Tutte queste strategie sono utili perché permettono di ottenere un agrosistema resiliente, ovvero un sistema in grado di sopportare avversità climatiche e riprendersi da esse, perché si sono sviluppate reti di interazioni e meccanismi naturali che lo hanno reso più indipendente e resistente. Recuperando il legame con la terra si capisce il suo funzionamento e ci si allontana da pratiche recenti come quelle della monocultura - applicata anche nelle coltivazioni biologiche - che aumenta la vulnerabilità e il rischio di perdite significative. In caso di siccità, per esempio, un sistema agricolo complesso ha più materia organica e più umidità del suolo; è quindi meno esposto ai rischi legati alla carenza d’acqua.
Un altro esempio di sistema agricolo resiliente è quello di Ersnt Götsch, agricoltore svizzero che agli inizi degli anni Ottanta si è trasferito in Brasile per recuperare una superficie rovinata e apparentemente senza speranze di tornare ad essere coltivata. Studiando il territorio e piantando diverse varietà di piante, è riuscito a rendere di nuovo il suolo fertile e rigenerare la vegetazione. Grazie all’introduzione di alberi e arbusti si è creata così tanta evaporazione che la pioggia non mancava mai nella sua zona, mentre intorno a lui c’erano siccità e altre malattie.

5. Interdisciplinarità

Come già accennato, l’agroecologia non si limita alle scienze naturali – come ecologia e agronomia - ma ingloba diverse discipline per ottenere un approccio più olistico all’agricoltura. Studia anche gli impatti sociali ed economici delle pratiche agricole, ad esempio l’accesso alle risorse e le dinamiche tra le comunità rurali. Si interroga anche sulla nutrizione nella produzione alimentare e sull’efficienza economica delle nuove tecniche. Non a caso, infatti, l’agroecologia ha iniziato negli anni Sessanta-Settanta ad aprirsi ad altre discipline, quando alcune trasformazioni agricole avevano portato forti aumenti di produttività ma profonde diseguaglianze sociali.

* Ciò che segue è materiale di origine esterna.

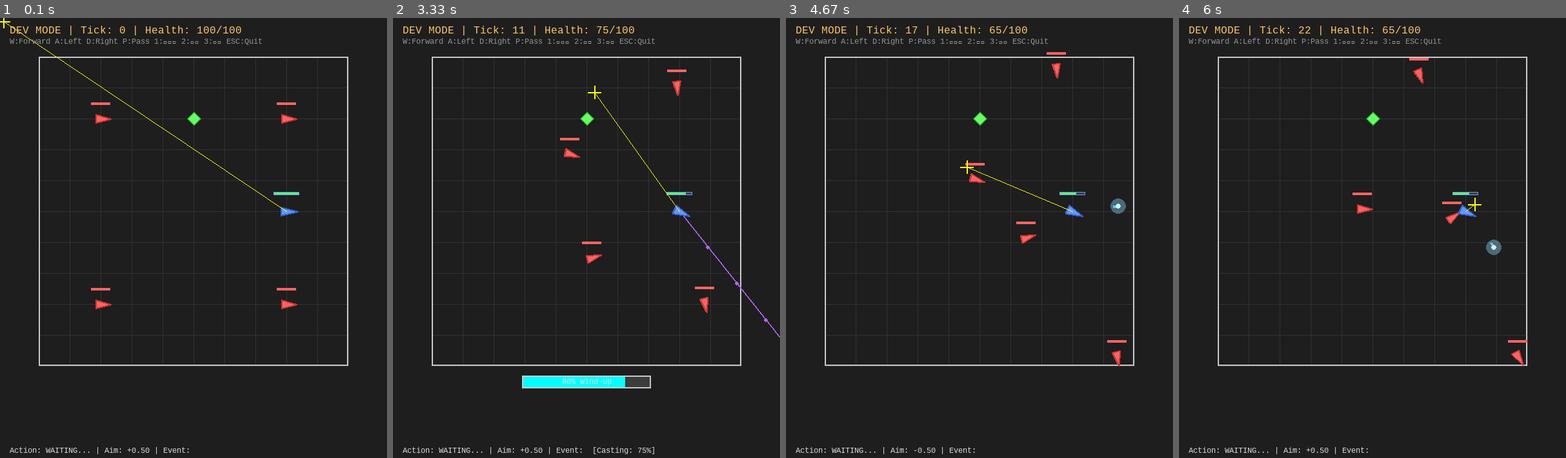
Above: before the commit, frames 1-4 (left to right).
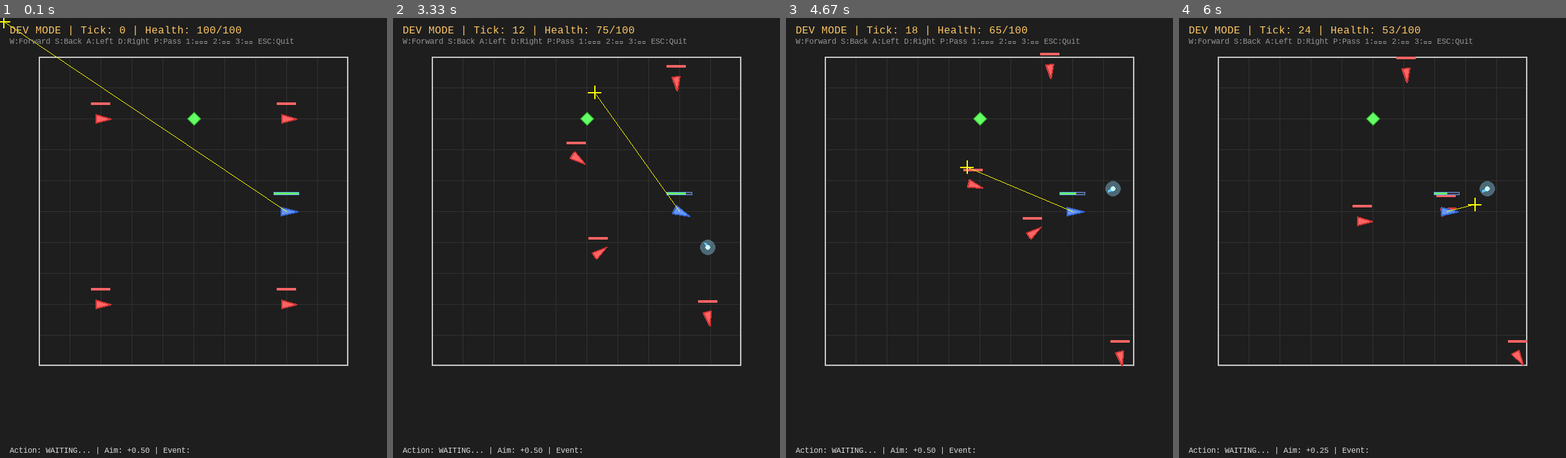
Above: after the commit, the same moments.

Repository: BlueRadio57445/White-Tower-AI-Boss
Game: pygame game, started from 強化學習專案/純白之塔_RL/dev_mode.py
The game is run twice, just before and just after one commit, with the same random seed, the same clock (stepped at 60 frames per second) and the same inputs.
Inputs (mouse positions are in pixels of both pictures, inside the frame that each line leads up to):
- Up to frame 1 (0.1 s): no input
- Up to frame 2 (3.33 s): tap 1 at 0.33, 1.82, 3.22 s; hold R 0.67-1.13 s; hold D 0.67-1.13 s; move the mouse to (710, 229) at 0.7 s; tap 2 at 0.82, 2.15 s; hold D 1.17-1.63 s; move the mouse to (493, 246) at 1.2 s; tap 3 at 1.32, 2.65 s; hold W 1.67-1.97 s; move the mouse to (466, 176) at 1.7 s; hold D 2-2.47 s; move the mouse to (644, 88) at 2.03 s; hold A 2.5-3.03 s; move the mouse to (632, 282) at 2.53 s; hold S from 3.07 s (still down); move the mouse to (594, 92) at 3.1 s
- Up to frame 3 (4.67 s): release S at 3.37 s; hold A 3.4-3.8 s; move the mouse to (840, 229) at 3.43 s; tap 2 at 3.55 s; hold W 3.83-4.2 s; move the mouse to (983, 290) at 3.87 s; tap 3 at 3.98 s; hold D from 4.23 s (still down); move the mouse to (967, 167) at 4.27 s; tap 1 at 4.38 s
- Up to frame 4 (6 s): release D at 4.87 s; hold S 4.9-5.27 s; move the mouse to (1473, 312) at 4.93 s; tap 2 at 5.05 s; hold A 5.3-5.77 s; move the mouse to (1310, 97) at 5.33 s; tap 3 at 5.45 s; hold P from 5.8 s (still down); hold D from 5.8 s (still down); move the mouse to (1473, 202) at 5.83 s; tap 1 at 5.95 s

The runs differ from the first frame. In frame 1, 0.3% of the frame differs, in the area x 14-76%, y 4-7%; in frame 2, 2.1%, in the area x 14-100%, y 1-100%; in frame 3, 1.0%; in frame 4, 1.2%.

Commit message:
新增MOVE_BACKWARD

Diff:
--- a/強化學習專案/純白之塔_RL/ai/agent.py
+++ b/強化學習專案/純白之塔_RL/ai/agent.py
@@ -17,27 +17,27 @@
     dead neuron problems. Supports both discrete and continuous actions.
 
     Action Space:
-        Discrete (6 actions): 0=FORWARD, 1=LEFT, 2=RIGHT, 3=OUTER_SLASH, 4=MISSILE, 5=HAMMER
+        Discrete (7 actions): 0=FORWARD, 1=BACKWARD, 2=LEFT, 3=RIGHT, 4=OUTER_SLASH, 5=MISSILE, 6=HAMMER
         Continuous (2 actors): aim_missile (actor 0), aim_hammer (actor 1)
 
     Skill to Actor Mapping:
-        3 (outer_slash): No aim required
-        4 (missile): Uses aim_missile (actor 0)
-        5 (hammer): Uses aim_hammer (actor 1)
+        4 (outer_slash): No aim required
+        5 (missile): Uses aim_missile (actor 0)
+        6 (hammer): Uses aim_hammer (actor 1)
     """
 
     # Skill action to aim actor mapping
     # -1 means no aim required, 0 = aim_missile, 1 = aim_hammer
     SKILL_TO_AIM_ACTOR = {
-        3: -1,  # outer_slash - no aim
-        4: 0,   # missile - aim_missile
-        5: 1,   # hammer - aim_hammer
+        4: -1,  # outer_slash - no aim
+        5: 0,   # missile - aim_missile
+        6: 1,   # hammer - aim_hammer
     }
 
     def __init__(
         self,
         n_features: int,
-        n_discrete_actions: int = 6,
+        n_discrete_actions: int = 7,
         n_aim_actors: int = 2,
         gamma: float = 0.99,
         lmbda: float = 0.95,
@@ -51,7 +51,7 @@
 
         Args:
             n_features: Number of input features
-            n_discrete_actions: Number of discrete actions (default 6)
+            n_discrete_actions: Number of discrete actions (default 7)
             n_aim_actors: Number of aim actors (default 2)
             gamma: Discount factor
             lmbda: GAE lambda parameter
@@ -97,7 +97,7 @@
 
         Returns:
             Tuple of:
-                - action_discrete: Selected discrete action index (0-5)
+                - action_discrete: Selected discrete action index (0-6)
                 - aim_values: List of aim values for each actor
                 - prob_discrete: Probability of selected discrete action
                 - mus: List of mu values for each aim actor
@@ -134,7 +134,7 @@
         Get the relevant aim value for a given discrete action.
 
         Args:
-            action_discrete: The discrete action (0-5)
+            action_discrete: The discrete action (0-6)
             aim_values: List of aim values from all actors
 
         Returns:
--- a/強化學習專案/純白之塔_RL/dev_mode.py
+++ b/強化學習專案/純白之塔_RL/dev_mode.py
@@ -8,6 +8,7 @@
 
 Controls:
 - W: Move forward
+- S: Move backward
 - A: Turn left
 - D: Turn right
 - P: Pass (advance one tick without action)
@@ -125,7 +126,7 @@
 
         # Second line - controls hint
         hint_y = 30
-        hint_text = "W:Forward A:Left D:Right P:Pass 1:外圈刮 2:飛彈 3:鐵錘 ESC:Quit"
+        hint_text = "W:Forward S:Back A:Left D:Right P:Pass 1:外圈刮 2:飛彈 3:鐵錘 ESC:Quit"
         hint_surface = self.font_small.render(hint_text, True, (150, 150, 150))
         self.screen.blit(hint_surface, (15, hint_y))
 
@@ -203,8 +204,8 @@
     """
 
     # Action mappings
-    # 0=FORWARD, 1=LEFT, 2=RIGHT, 3=OUTER_SLASH, 4=MISSILE, 5=HAMMER, 6=PASS
-    ACTION_NAMES = ["FORWARD", "LEFT", "RIGHT", "外圈刮", "飛彈", "鐵錘", "PASS"]
+    # 0=FORWARD, 1=BACKWARD, 2=LEFT, 3=RIGHT, 4=OUTER_SLASH, 5=MISSILE, 6=HAMMER, 7=PASS
+    ACTION_NAMES = ["FORWARD", "BACKWARD", "LEFT", "RIGHT", "外圈刮", "飛彈", "鐵錘", "PASS"]
 
     def __init__(self, world_size: float = 10.0):
         """
@@ -234,6 +235,7 @@
         print("=" * 50)
         print("Controls:")
         print("  W - Move forward")
+        print("  S - Move backward")
         print("  A - Turn left")
         print("  D - Turn right")
         print("  P - Pass (advance tick without action)")
@@ -313,8 +315,8 @@
         Wait for keyboard input and return action code.
 
         Returns:
-            Action code (0-6) or None if quit
-            0 = Forward, 1 = Left, 2 = Right, 3 = Outer Slash, 4 = Missile, 5 = Hammer, 6 = Pass
+            Action code (0-7) or None if quit
+            0 = Forward, 1 = Backward, 2 = Left, 3 = Right, 4 = Outer Slash, 5 = Missile, 6 = Hammer, 7 = Pass
         """
         while True:
             for event in pygame.event.get():
@@ -328,24 +330,26 @@
                         return None
                     elif event.key == pygame.K_w:
                         return 0  # Forward
+                    elif event.key == pygame.K_s:
+                        return 1  # Backward
                     elif event.key == pygame.K_a:
-                        return 1  # Left
+                        return 2  # Left
                     elif event.key == pygame.K_d:
-                        return 2  # Right
+                        return 3  # Right
                     elif event.key == pygame.K_1:
-                        return 3  # Cast 外圈刮 (Outer Slash)
+                        return 4  # Cast 外圈刮 (Outer Slash)
                     elif event.key == pygame.K_2:
-                        return 4  # Cast 飛彈 (Missile)
+                        return 5  # Cast 飛彈 (Missile)
                     elif event.key == pygame.K_3:
-                        return 5  # Cast 鐵錘 (Hammer)
+                        return 6  # Cast 鐵錘 (Hammer)
                     elif event.key == pygame.K_p:
-                        return 6  # Pass
+                        return 7  # Pass
                     elif event.key == pygame.K_r:
                         # Reset world
                         self.world.reset()
                         self.tick_count = 0
                         self.last_event = "WORLD RESET"
-                        return 6  # Pass after reset
+                        return 7  # Pass after reset
 
             # Update display while waiting
             mouse_pos = pygame.mouse.get_pos()
@@ -369,26 +373,26 @@
             action: Action code (0-6)
             aim_offset: Aim offset for casting
         """
-        if action == 6:  # Pass
+        if action == 7:  # Pass
             self.last_action = "PASS"
             self.last_event = ""
             self.last_aim_offset = 0.0
         else:
             # Map action to discrete action
-            action_discrete = action  # 0=forward, 1=left, 2=right, 3-5=skills
+            action_discrete = action  # 0=forward, 1=backward, 2=left, 3=right, 4-6=skills
 
             # Build aim_values list based on action
-            # Action 3 (outer_slash): no aim needed
-            # Action 4 (missile): uses aim_actor 0
-            # Action 5 (hammer): uses aim_actor 1
+            # Action 4 (outer_slash): no aim needed
+            # Action 5 (missile): uses aim_actor 0
+            # Action 6 (hammer): uses aim_actor 1
             aim_values = [0.0, 0.0]  # [aim_missile, aim_hammer]
-            if action == 4:
+            if action == 5:
                 aim_values[0] = aim_offset  # missile uses actor 0
-            elif action == 5:
+            elif action == 6:
                 aim_values[1] = aim_offset  # hammer uses actor 1
 
             self.last_action = self.ACTION_NAMES[action]
-            self.last_aim_offset = aim_offset if action in (4, 5) else 0.0
+            self.last_aim_offset = aim_offset if action in (5, 6) else 0.0
 
             # Execute the action
             self.last_event = self.world.execute_action(action_discrete, aim_values)
--- a/強化學習專案/純白之塔_RL/game/physics.py
+++ b/強化學習專案/純白之塔_RL/game/physics.py
@@ -96,6 +96,24 @@
         direction = np.array([np.cos(angle), np.sin(angle)]) * speed
         return self.move_entity(entity, direction)
 
+    def move_backward(self, entity: Entity, speed: float = 0.6) -> bool:
+        """
+        Move entity backward based on its facing angle.
+
+        Args:
+            entity: The entity to move
+            speed: Movement speed
+
+        Returns:
+            True if movement was successful
+        """
+        if not entity.has_position():
+            return False
+
+        angle = entity.position.angle
+        direction = np.array([np.cos(angle), np.sin(angle)]) * (-speed)
+        return self.move_entity(entity, direction)
+
     def rotate_entity(self, entity: Entity, angle_delta: float) -> None:
         """
         Rotate an entity by a given angle.
--- a/強化學習專案/純白之塔_RL/game/player.py
+++ b/強化學習專案/純白之塔_RL/game/player.py
@@ -255,9 +255,9 @@
 
     # Mapping from discrete action to skill ID
     SKILL_ACTION_MAP = {
-        3: "outer_slash",  # 外圈刮
-        4: "missile",      # 飛彈
-        5: "hammer",       # 鐵錘
+        4: "outer_slash",  # 外圈刮
+        5: "missile",      # 飛彈
+        6: "hammer",       # 鐵錘
     }
 
     def execute_action(
@@ -271,7 +271,7 @@
         Execute a player action.
 
         Args:
-            action_discrete: 0=forward, 1=left, 2=right, 3=outer_slash, 4=missile, 5=hammer
+            action_discrete: 0=forward, 1=backward, 2=left, 3=right, 4=outer_slash, 5=missile, 6=hammer
             aim_values: List of aim values for each aim actor
             physics: Physics system for movement
             skill_executor: Skill executor for casting
@@ -285,7 +285,7 @@
         event = ""
 
         # Check if movement is blocked during wind-up
-        is_movement_action = action_discrete in (0, 1, 2)
+        is_movement_action = action_discrete in (0, 1, 2, 3)
         if is_movement_action and self._is_movement_blocked():
             return "WIND-UP..."  # Can't move during wind-up
 
@@ -294,13 +294,18 @@
             if not success:
                 event = "HIT WALL!"
 
-        elif action_discrete == 1:  # Rotate left
+        elif action_discrete == 1:  # Move backward
+            success = physics.move_backward(self.entity, speed=self.config.move_speed)
+            if not success:
+                event = "HIT WALL!"
+
+        elif action_discrete == 2:  # Rotate left
             physics.rotate_entity(self.entity, self.config.turn_speed)
 
-        elif action_discrete == 2:  # Rotate right
+        elif action_discrete == 3:  # Rotate right
             physics.rotate_entity(self.entity, -self.config.turn_speed)
 
-        elif action_discrete in self.SKILL_ACTION_MAP:  # Cast skill (3, 4, 5)
+        elif action_discrete in self.SKILL_ACTION_MAP:  # Cast skill (4, 5, 6)
             if self.entity.skills.is_ready:
                 skill_id = self.SKILL_ACTION_MAP[action_discrete]
                 skill_config = self.get_skill_config(skill_id)
--- a/強化學習專案/純白之塔_RL/game/world.py
+++ b/強化學習專案/純白之塔_RL/game/world.py
@@ -327,7 +327,7 @@
         Execute a player action.
 
         Args:
-            action_discrete: 0=forward, 1=left, 2=right, 3=outer_slash, 4=missile, 5=hammer
+            action_discrete: 0=forward, 1=backward, 2=left, 3=right, 4=outer_slash, 5=missile, 6=hammer
             aim_values: List of aim values or single float (for backward compatibility)
 
         Returns:
--- a/強化學習專案/純白之塔_RL/training/trainer.py
+++ b/強化學習專案/純白之塔_RL/training/trainer.py
@@ -28,7 +28,7 @@
 
     # Agent hyperparameters
     n_features: int = 27
-    n_discrete_actions: int = 6  # 0-2: movement, 3-5: skills
+    n_discrete_actions: int = 7  # 0-3: movement, 4-6: skills
     n_aim_actors: int = 2        # aim_missile, aim_hammer
     gamma: float = 0.99
     lmbda: float = 0.95
Not shown, changed: 強化學習專案/長期規劃-動作空間.md

Anche in Ticino c’è chi si impegna per mettere in pratica questi principi e creare un ambiente più verde e in sintonia con la natura. Orti urbani, metodi ecologici e sociali per coltivare e scuole che educano ad un’agricoltura più sostenibile sono solo alcuni dei progetti ticinesi mostrati in questo servizio di Falò “Voglia di ritorno alla natura”.

59:20

Voglia di ritorno alla natura

Falò 22.06.2023, 21:10

Fonti:

Miguerl Altieri e Peter Rosset, “Sulla via della Madre Terra, Agroecologia: una rivoluzione tra scienza e politica”, Aboca, 2017.
Dalgaard, T., “Agroecology, scaling and interdisciplinarity”, Agriculture, ecosystems and environment, v.100, no. 1, 2003, pp.39-51.
LabExpo¦Che cos'è l'agroecologia¦Miguel Altieri
Se distruggiamo gli ecosistemi di MARE e TERRA da dove arriverà il nostro CIBO? WHAT WE EAT - EP 4
Open.spotify.com (Ernst Götsch e l’agricoltura sintropica: coltivare secondo natura)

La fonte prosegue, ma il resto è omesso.